Click here to view the new LNAPL online guidance materials.
A light, non-aqueous phase liquid (LNAPL) is a liquid such as gasoline, diesel, or other petroleum-based fuel, waste oil, and crude oil that is immiscible with water and that has a density less than that of water (<1 g/cm3). Spills or releases of LNAPLs to the environment are common at petroleum manufacturing, storage, and handling facilities such as refineries, bulk-product terminals, gas stations, airports, and military bases. LNAPLs are of regulatory importance because, once in the subsurface, they can be difficult to adequately assess and recover and thus can be a long-term source of
- risk and exposure issues (e.g., vapor, groundwater, and soil contamination)
- acute-risk concerns (e.g., explosive conditions)
- LNAPL mass concerns (e.g., regulations that require recovery of “free-product,” “free-phase hydrocarbon,” or “liquid-phase hydrocarbon”; for aesthetics or mass reduction reasons; or for potential LNAPL migration)
Corrective action and cleanup at LNAPL sites may be achieved sooner when stakeholders have a sound understanding of basic LNAPL behavior in the subsurface; appropriate LNAPL remedial objectives; and LNAPL remedial technology applicability, performance capabilities and limits, and relative costs. Unfortunately, disparate stakeholder understanding of these factors has often been a corrective action and cleanup impediment.
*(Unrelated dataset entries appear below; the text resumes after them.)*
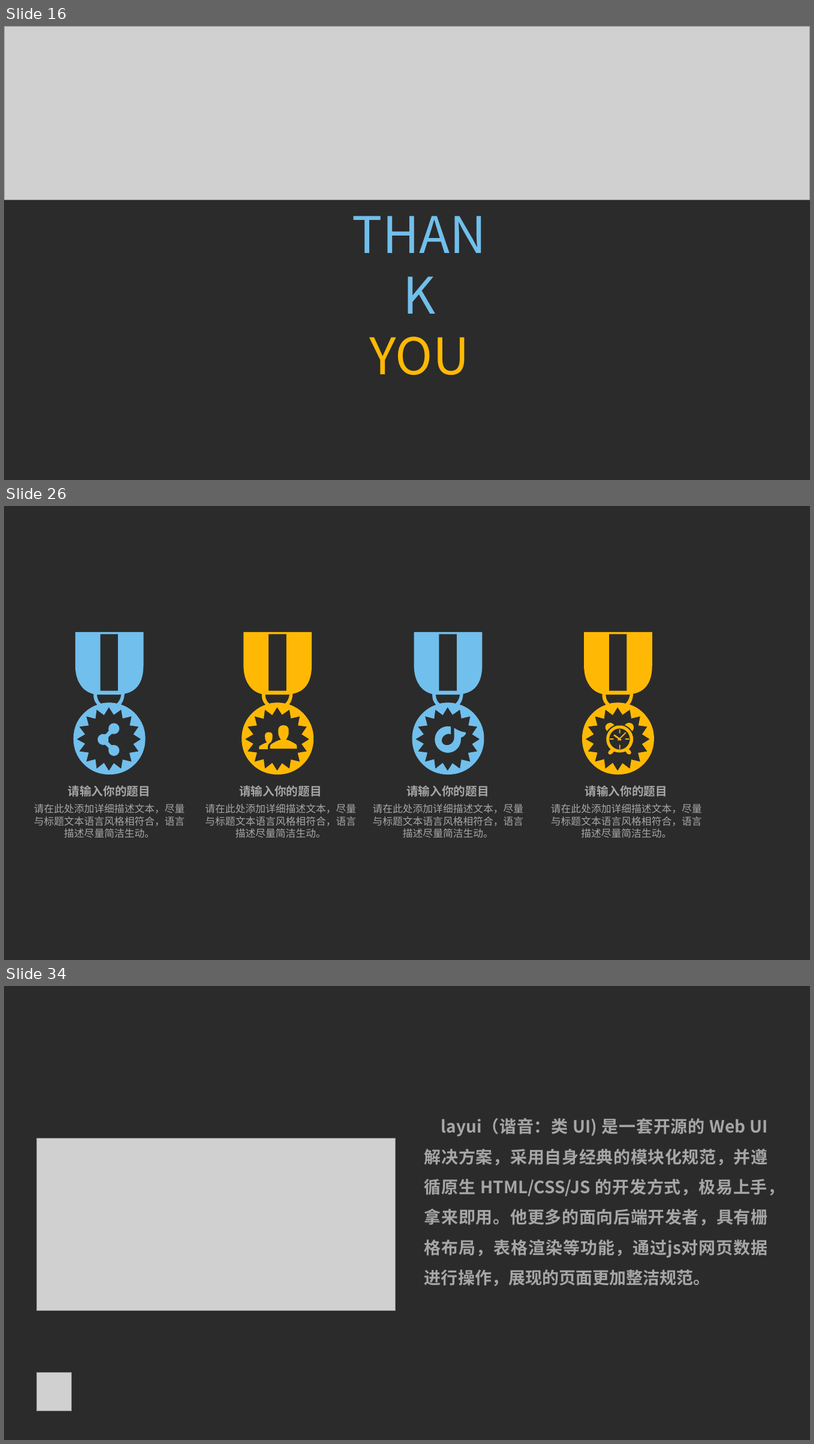
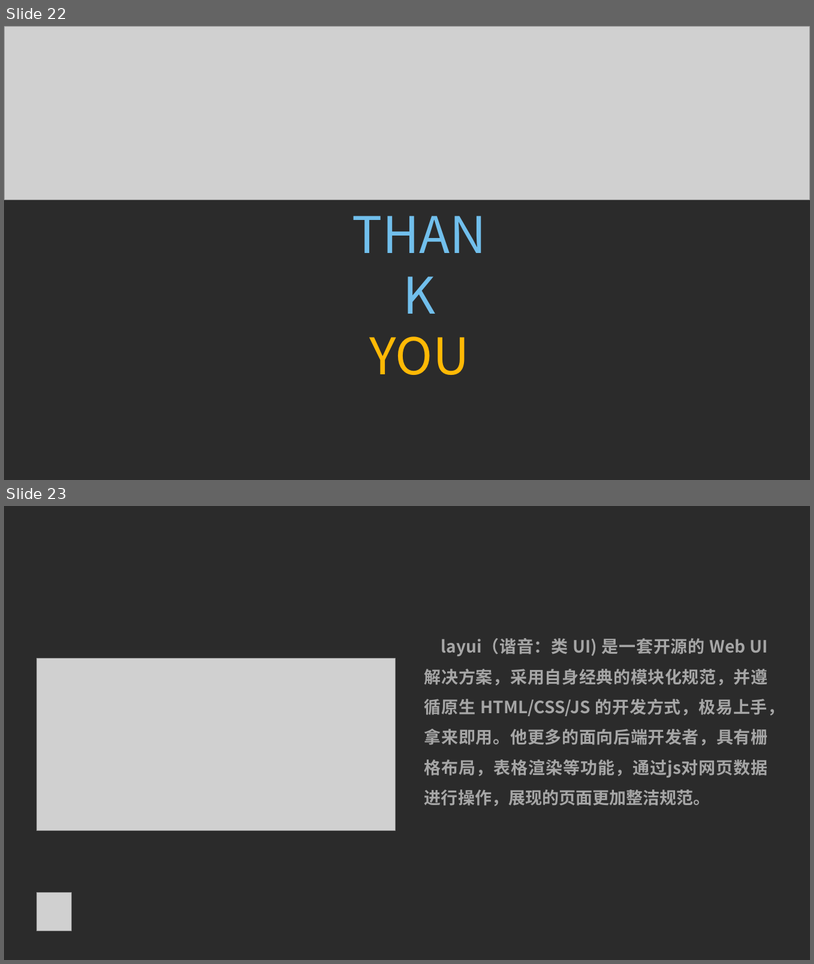
Before and after one commit to HolyShiftt/teach, a slide deck: document/中期答辩.pptx. Shown one above the other, each under a label of ours: slides 16, 26 and 34 before the commit, slides 22 and 23 after it; the slides between them are not shown. The pictures are 814x1444 and 814x964 pixels, drawn with LibreOffice and Linux fonts; fonts in the diff are those of the drawing; grey boxes stand for pictures; background and template pictures are left out; a plain dark background stands for a picture behind light text. Boxes give left, top, right and bottom in pixels: in the first picture for what was removed or moved away, otherwise in the second. Text is boxed around its words. In the diff, an @@ line names an element or a change of style, - is before the commit and + after.

```diff
--- a/document/中期答辩.pptx
+++ b/document/中期答辩.pptx
@@ slide 26 removed at bbox=[4, 506, 810, 960], background picture (left out) @@
@@ freeform shape removed at bbox=[74, 632, 146, 774] @@
@@ freeform shape removed at bbox=[242, 632, 314, 774] @@
@@ freeform shape removed at bbox=[413, 632, 485, 774] @@
@@ freeform shape removed at bbox=[98, 723, 120, 756] @@
@@ freeform shape removed at bbox=[259, 732, 273, 749] @@
@@ freeform shape removed at bbox=[270, 725, 297, 748] @@
@@ freeform shape removed at bbox=[435, 726, 468, 753] @@
@@ group removed at bbox=[582, 632, 654, 774]: 9 freeform shapes @@
@@ text removed at bbox=[68, 785, 150, 796] @@
-请输入你的题目
@@ text removed at bbox=[239, 785, 321, 796] @@
-请输入你的题目
@@ text removed at bbox=[407, 785, 489, 796] @@
-请输入你的题目
@@ text removed at bbox=[585, 785, 668, 796] @@
-请输入你的题目
@@ text removed at bbox=[34, 804, 185, 837] @@
-请在此处添加详细描述文本，尽量与标题文本语言风格相符合，语言描述尽量简洁生动。
@@ text removed at bbox=[205, 804, 356, 838] @@
-请在此处添加详细描述文本，尽量与标题文本语言风格相符合，语言描述尽量简洁生动。
@@ text removed at bbox=[373, 804, 524, 837] @@
-请在此处添加详细描述文本，尽量与标题文本语言风格相符合，语言描述尽量简洁生动。
@@ text removed at bbox=[551, 804, 702, 837] @@
-请在此处添加详细描述文本，尽量与标题文本语言风格相符合，语言描述尽量简洁生动。
@@ what was slide 16 is now slide 22 @@
@@ what was slide 34 is now slide 23 @@
```
Also in this commit, not shown: 7 slides changed, 6 slides added, 16 other slides removed, 3 other files.

The ITRC LNAPLs Team was formed in 2007 to address these impediments and to promote better LNAPL understanding and remediation through the development of guidance and training. The team has developed a free, downloadable three-part Internet-based training to foster better understanding of LNAPL behavior in the subsurface and factors that affect LNAPL recovery (www.itrcweb.org/Training/ListEvents?TopicID=13&SubTopicID=18) : Part 1, An Improved Understanding of LNAPL Behavior in the Subsurface—State of Science vs. State of Practice, which explains how LNAPLs behave in the subsurface and examines what controls their behavior, and Part 2, LNAPL Characterization and Recoverability—Improved Analysis: Do you know where the LNAPL is and can you recover it?, and Part 3, Evaluating LNAPL Remedial Technologies for Achieving Project Goals. The team also developed a 2-day classroom training (www.itrcweb.org/Training/ListEvents?TopicID=13&SubTopicID=18): Light Non-aqueous Phase Liquids: Science, Management, and Technology.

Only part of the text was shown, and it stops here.